Comment 5 tesfabpel 2017-07-13 16:20:10 UTC
Seems strange though...

I noticed these things:
- Just after login, if I open Chrome right away, kwin may crash.
- If I open UT4, kwin may crash.
- If I relaunch Kwin using ALT+F2 -> `kwin_x11 --replace &` it crashes less often (or never). Could it be that the first instance of kwin has something weird that new ones haven't?
- When Kwin crashes, a notification appears and says (more or less): "Desktop effects are broken and they will be restarted". But then, nothing happens.
- With a previous version, when this happened, desktop effects restarted correctly (this is why I decided to open this bug).

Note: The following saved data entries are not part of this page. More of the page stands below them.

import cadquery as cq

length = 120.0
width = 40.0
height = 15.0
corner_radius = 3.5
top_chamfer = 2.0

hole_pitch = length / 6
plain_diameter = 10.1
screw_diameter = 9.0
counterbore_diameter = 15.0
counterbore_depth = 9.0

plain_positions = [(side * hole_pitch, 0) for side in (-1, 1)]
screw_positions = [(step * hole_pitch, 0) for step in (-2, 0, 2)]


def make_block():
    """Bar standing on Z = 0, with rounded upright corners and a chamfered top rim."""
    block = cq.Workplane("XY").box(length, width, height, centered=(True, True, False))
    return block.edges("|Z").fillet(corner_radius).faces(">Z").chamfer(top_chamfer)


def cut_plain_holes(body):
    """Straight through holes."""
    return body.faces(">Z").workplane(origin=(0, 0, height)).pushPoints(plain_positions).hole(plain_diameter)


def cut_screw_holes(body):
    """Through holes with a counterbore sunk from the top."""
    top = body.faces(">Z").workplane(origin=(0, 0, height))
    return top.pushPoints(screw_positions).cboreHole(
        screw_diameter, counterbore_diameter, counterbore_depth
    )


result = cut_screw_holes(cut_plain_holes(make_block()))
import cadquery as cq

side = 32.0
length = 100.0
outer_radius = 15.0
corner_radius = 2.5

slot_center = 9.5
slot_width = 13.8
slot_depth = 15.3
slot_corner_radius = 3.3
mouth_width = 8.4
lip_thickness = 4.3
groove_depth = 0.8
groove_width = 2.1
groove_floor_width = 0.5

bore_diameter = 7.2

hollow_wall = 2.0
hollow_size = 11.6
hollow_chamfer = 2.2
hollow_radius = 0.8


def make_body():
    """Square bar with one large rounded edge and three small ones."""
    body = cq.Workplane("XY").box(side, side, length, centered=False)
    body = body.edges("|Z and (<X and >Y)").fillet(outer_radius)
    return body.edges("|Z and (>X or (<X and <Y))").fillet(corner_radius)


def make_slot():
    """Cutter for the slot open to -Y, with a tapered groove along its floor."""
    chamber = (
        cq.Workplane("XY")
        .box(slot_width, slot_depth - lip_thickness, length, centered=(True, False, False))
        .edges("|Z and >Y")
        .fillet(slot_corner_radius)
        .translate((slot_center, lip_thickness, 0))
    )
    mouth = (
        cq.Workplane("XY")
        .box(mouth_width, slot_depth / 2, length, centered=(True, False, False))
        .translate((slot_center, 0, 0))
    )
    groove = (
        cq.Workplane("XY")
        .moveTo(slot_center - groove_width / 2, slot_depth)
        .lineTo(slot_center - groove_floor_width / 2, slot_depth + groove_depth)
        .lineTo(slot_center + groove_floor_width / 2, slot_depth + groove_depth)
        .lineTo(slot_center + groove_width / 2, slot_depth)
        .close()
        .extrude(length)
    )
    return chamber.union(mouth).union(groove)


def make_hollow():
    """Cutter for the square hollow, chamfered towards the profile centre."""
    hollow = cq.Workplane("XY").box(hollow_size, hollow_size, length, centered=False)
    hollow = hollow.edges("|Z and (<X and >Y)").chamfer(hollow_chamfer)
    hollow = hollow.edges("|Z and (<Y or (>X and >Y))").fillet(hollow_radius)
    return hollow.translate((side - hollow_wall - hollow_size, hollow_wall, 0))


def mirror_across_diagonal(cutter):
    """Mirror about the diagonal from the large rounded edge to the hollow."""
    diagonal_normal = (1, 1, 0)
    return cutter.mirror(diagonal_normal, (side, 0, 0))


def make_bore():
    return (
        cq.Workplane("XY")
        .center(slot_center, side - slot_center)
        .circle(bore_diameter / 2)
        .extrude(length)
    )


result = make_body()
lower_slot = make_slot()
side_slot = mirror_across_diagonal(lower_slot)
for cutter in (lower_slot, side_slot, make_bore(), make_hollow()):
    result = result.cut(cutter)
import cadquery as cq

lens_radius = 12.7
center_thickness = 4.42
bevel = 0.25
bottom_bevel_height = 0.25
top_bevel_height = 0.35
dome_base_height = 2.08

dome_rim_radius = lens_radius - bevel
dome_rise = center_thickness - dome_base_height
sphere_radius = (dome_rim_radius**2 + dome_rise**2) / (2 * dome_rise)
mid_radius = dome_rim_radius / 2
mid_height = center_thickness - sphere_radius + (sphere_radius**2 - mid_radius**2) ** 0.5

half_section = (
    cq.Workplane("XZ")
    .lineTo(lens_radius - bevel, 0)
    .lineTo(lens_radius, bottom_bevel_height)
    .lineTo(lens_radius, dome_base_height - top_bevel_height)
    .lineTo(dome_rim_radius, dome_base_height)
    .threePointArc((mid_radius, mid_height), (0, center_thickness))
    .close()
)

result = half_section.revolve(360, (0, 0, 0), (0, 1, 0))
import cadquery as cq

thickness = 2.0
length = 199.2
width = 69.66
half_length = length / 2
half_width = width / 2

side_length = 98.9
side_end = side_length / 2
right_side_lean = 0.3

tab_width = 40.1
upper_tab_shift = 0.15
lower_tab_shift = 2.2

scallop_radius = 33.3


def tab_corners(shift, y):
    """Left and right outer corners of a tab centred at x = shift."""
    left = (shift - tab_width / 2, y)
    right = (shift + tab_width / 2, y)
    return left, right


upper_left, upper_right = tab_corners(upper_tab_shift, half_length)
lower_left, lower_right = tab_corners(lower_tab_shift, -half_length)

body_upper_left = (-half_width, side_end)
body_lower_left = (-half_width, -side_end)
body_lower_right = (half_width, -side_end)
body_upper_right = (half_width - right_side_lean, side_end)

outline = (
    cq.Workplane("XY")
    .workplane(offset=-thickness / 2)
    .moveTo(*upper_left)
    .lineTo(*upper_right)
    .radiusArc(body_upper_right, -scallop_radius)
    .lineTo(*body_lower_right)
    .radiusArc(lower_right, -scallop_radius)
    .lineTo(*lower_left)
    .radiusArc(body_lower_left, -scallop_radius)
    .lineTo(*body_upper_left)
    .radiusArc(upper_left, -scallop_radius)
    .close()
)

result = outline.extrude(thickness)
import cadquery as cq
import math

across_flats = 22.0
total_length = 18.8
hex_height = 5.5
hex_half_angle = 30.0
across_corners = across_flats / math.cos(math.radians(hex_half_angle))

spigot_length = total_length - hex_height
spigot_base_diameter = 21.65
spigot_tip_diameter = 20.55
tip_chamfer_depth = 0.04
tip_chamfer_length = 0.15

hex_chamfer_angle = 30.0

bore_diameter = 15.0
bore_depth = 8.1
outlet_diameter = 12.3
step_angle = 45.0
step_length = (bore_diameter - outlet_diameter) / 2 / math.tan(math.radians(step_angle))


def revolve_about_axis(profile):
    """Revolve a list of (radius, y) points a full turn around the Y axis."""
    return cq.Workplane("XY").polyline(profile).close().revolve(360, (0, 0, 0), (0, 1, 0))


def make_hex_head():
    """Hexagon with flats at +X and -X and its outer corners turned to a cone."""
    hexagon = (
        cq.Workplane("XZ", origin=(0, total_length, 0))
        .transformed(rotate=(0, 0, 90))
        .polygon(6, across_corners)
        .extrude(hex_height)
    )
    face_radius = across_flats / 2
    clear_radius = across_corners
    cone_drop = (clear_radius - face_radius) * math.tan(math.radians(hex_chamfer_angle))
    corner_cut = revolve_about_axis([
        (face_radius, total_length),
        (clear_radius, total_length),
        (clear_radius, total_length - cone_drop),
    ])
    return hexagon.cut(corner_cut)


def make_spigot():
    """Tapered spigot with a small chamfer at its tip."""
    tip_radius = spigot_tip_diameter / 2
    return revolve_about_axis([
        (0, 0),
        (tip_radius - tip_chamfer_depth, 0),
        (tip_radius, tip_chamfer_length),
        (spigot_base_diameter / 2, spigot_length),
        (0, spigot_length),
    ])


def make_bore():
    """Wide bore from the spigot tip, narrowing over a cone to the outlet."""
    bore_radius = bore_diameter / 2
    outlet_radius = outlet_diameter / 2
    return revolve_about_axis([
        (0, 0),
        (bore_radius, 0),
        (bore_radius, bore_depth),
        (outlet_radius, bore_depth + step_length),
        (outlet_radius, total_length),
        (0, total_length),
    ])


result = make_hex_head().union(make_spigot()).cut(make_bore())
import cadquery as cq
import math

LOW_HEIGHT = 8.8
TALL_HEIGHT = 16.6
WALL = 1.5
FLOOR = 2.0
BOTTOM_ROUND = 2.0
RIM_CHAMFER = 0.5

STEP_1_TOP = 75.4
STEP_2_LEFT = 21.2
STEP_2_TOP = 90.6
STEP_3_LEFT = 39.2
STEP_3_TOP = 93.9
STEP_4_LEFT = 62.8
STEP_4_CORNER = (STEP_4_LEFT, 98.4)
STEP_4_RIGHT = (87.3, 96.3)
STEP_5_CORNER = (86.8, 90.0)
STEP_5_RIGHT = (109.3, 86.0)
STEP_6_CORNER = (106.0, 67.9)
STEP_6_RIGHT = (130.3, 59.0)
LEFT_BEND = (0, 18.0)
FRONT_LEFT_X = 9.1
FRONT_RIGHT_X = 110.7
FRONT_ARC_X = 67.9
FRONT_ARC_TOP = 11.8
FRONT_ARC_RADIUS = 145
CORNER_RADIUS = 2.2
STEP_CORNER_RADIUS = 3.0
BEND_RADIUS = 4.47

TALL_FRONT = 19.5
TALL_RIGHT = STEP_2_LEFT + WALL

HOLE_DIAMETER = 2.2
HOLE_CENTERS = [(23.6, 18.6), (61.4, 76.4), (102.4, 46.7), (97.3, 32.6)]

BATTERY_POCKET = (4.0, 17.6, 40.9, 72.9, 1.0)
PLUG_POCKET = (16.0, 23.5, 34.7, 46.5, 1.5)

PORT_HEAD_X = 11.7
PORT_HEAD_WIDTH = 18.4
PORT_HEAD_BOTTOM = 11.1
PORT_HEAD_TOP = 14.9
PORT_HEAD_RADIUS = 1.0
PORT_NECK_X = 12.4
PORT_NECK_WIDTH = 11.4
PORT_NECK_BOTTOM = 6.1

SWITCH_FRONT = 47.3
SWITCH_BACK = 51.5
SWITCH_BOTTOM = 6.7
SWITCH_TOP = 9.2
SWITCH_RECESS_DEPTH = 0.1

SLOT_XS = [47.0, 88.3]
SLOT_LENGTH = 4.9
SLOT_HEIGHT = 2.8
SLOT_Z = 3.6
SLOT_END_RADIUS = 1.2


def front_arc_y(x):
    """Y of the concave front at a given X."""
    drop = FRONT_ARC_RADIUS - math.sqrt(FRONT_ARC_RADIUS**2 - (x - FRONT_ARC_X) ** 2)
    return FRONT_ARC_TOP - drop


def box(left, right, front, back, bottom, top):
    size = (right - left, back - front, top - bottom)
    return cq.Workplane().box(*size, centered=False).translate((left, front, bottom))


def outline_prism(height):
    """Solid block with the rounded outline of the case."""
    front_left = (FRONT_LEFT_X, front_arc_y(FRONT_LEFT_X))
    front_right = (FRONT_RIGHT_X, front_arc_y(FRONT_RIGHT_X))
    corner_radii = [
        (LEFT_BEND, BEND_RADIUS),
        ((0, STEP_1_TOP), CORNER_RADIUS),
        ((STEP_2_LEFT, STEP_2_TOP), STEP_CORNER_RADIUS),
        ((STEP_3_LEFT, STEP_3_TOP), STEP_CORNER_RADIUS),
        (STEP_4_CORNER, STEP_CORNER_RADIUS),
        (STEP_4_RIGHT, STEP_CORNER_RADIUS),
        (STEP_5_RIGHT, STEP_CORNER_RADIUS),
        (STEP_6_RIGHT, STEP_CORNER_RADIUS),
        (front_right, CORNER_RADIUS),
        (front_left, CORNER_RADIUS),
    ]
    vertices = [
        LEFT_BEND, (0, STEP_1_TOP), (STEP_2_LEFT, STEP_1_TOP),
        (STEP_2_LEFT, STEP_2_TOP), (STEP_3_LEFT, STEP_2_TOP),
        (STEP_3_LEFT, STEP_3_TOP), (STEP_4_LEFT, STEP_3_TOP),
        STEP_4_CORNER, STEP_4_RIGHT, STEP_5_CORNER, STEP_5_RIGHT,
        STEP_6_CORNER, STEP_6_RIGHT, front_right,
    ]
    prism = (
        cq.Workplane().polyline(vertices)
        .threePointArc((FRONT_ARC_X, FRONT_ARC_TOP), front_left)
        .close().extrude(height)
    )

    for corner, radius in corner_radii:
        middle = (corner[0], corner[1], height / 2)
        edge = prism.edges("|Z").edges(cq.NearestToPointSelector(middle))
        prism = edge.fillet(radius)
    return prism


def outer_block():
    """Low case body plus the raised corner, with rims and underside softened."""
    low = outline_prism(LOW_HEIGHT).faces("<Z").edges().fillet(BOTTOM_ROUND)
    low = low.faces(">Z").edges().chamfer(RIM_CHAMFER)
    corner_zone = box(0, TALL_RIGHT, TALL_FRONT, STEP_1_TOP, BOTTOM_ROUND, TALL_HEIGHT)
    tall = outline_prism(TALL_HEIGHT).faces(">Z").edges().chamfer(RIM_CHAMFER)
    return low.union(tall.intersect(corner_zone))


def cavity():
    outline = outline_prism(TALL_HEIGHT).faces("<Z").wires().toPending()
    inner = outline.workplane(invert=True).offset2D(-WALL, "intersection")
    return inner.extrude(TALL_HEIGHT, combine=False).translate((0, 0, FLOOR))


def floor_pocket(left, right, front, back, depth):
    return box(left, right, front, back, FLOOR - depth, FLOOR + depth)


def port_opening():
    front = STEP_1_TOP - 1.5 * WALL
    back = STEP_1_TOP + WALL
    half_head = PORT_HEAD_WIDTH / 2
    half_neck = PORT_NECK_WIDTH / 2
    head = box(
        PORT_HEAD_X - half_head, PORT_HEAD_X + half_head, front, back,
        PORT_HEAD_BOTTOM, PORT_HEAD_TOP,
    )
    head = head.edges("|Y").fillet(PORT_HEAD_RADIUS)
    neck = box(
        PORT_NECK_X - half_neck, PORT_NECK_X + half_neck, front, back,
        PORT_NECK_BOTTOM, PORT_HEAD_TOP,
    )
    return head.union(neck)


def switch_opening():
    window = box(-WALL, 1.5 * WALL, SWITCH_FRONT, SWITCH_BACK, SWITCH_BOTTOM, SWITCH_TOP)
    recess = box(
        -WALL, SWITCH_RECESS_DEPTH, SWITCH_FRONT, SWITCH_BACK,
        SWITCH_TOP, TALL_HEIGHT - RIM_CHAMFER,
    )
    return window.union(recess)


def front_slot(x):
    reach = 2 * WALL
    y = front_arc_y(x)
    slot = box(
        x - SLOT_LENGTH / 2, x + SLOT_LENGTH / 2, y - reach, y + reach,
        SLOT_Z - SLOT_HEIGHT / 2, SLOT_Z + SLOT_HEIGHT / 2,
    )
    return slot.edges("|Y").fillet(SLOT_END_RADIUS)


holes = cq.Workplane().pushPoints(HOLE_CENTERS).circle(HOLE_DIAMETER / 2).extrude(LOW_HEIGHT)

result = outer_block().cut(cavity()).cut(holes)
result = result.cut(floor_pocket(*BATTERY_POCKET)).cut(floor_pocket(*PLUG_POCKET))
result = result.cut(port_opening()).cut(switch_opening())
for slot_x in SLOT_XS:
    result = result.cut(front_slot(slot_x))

Could it be caused by a creation of a OpenGL context (don't know about Vulkan)?
By the way, I suspect the culprit here is the NVIDIA proprietary driver, but kwin should still handle it correctly...
Comment 6 Martin Flöser 2017-07-13 17:07:49 UTC
Are you using an NVIDIA card? If yes are you on KWin 5.10.3.1 or 5.10.3?
Comment 7 tesfabpel 2017-07-13 21:05:36 UTC
Yes, I'm using an NVIDIA EVGA GTX 970 SSC (driver version: 381.22).
kwin 5.10.3.1
Comment 8 Martin Flöser 2017-07-14 04:16:38 UTC
I'm starting to get an idea. The compositor breaks in the NVIDIA driver and we try to restart the complete window manager. This fails due to a thread running in the X11 platform
Comment 9 Martin Flöser 2017-07-15 18:53:30 UTC
*** Bug 382385 has been marked as a duplicate of this bug. ***
Comment 10 Martin Flöser 2017-07-16 15:45:28 UTC
I do not really understand why KWin is being shut down. We used to have code which restarted into XRender, but that seems to be gone. So I don't understand why KWin gets closed.
Comment 11 Martin Flöser 2017-07-16 16:05:06 UTC
Patch for the abort at: https://phabricator.kde.org/D6735

If you have in addition any idea why KWin gets terminated, please let me know. If possible check .xsession-errors whether we have a message there.
Comment 12 Martin Flöser 2017-07-17 14:52:40 UTC
Git commit 06a558e3de658f300b295beac7c4adc4f08227f5 by Martin Flöser.
Committed on 16/07/2017 at 16:04.
Pushed by graesslin into branch 'Plasma/5.10'.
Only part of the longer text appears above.